Analyst: Flash capacity setting records

October 3, 2007 – Capital spending should rise about 5% next year, an “optimistic” projection driven heavily by a surge from flash manufacturers, who will surpass their DRAM counterparts in terms of capacity, according to data from Strategic Marketing Associates.

Flash capacity has been on a roll for most of the current decade, growing more than fourfold to 2.9 million wafers/month (200mm equivalent) since 2000, compared with 225% growth in DRAM capacity over the same period. The reason can be summed up in two words: “Alliances” and “Samsung,” according to SMA president George Burns. First, the Toshiba/SanDisk multiphase joint venture is lately dwarfing everyone else in terms of capacity (adding more than Samsung, Hynix, and IM Flash combined), he writes. Fab 4 of the JV’s “Flash Alliance,” inaugurated a month ago with a one-year ramp to 80,000 wafers/month, will have maximum capacity exceeding 210,000 wafers/month, all 300mm wafers — or nearly half a million 200mm wafers. The group’s Fab 3 is the industry’s next-biggest fab at total capacity of 150,000 300mm wafers/month, Burns notes.
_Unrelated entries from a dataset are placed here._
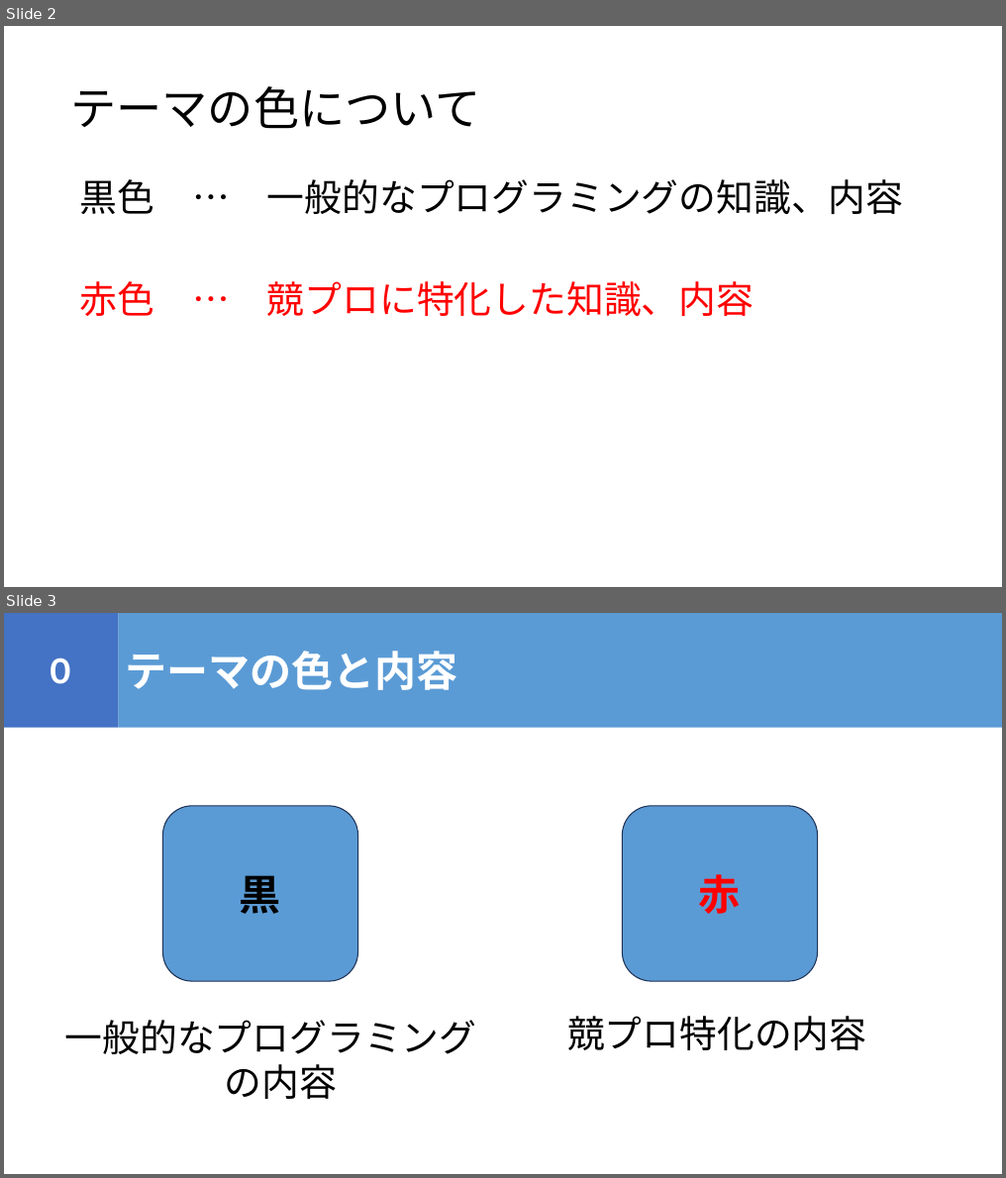
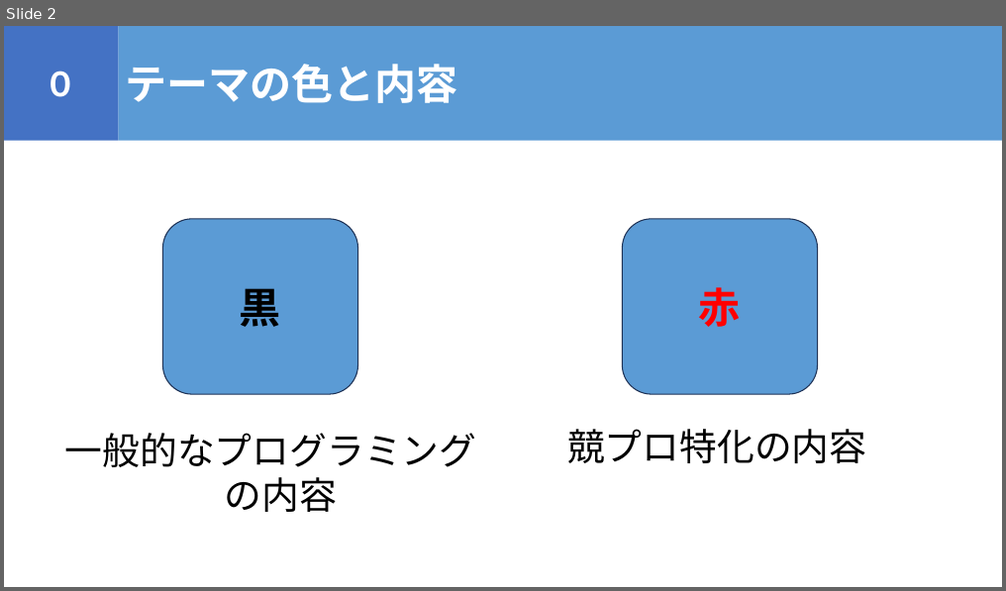
Before and after one commit to igeeeeee/triC_AtCoder_Beginners_Selection, a slide deck: ABS_勉強会.pptx. Shown one above the other, each under a label of ours: slides 2 and 3 before the commit, slide 2 after it. The pictures are 1006x1178 and 1006x591 pixels, drawn with LibreOffice and Linux fonts; fonts in the diff are those of the drawing. Boxes give left, top, right and bottom in pixels: in the first picture for what was removed or moved away, otherwise in the second. Text is boxed around its words. In the diff, an @@ line names an element or a change of style, - is before the commit and + after.

```diff
--- a/ABS_勉強会.pptx
+++ b/ABS_勉強会.pptx
@@ slide 2 removed at (x1=4, y1=26, x2=1002, y2=587), background #FFFFFF @@
@@ title removed at (x1=70, y1=86, x2=480, y2=129) @@
-テーマの色について
@@ text removed at (x1=80, y1=179, x2=904, y2=316) @@
-黒色 … 一般的なプログラミングの知識、内容
-赤色 … 競プロに特化した知識、内容
@@ what was slide 3 is now slide 2 @@
```
Also in this commit, not shown: 2 slides changed, 6 slides added, 2 other files.

Trailing just behind the Toshiba/SanDisk JV is Samsung with 24% share of the industry’s flash capacity, an impressive achievement for the only major flash memory manufacturer going it alone. It’s worth noting that Samsung owns all that capacity, while Toshiba/SanDisk share theirs 50/50, Burns adds.

And the flash memory crush is getting stronger. Since 2005 flash manufacturers have added 6x the capacity they did in the previous four years, “and it’s getting faster,” Burns writes, with 10 more fabs coming online in 2008-2009 which will have total maximum capacity (eventually…not at first) of 1.5M 200mm equivalent wafers/month…that’s 90% of what the industry brought online from 2001-2007.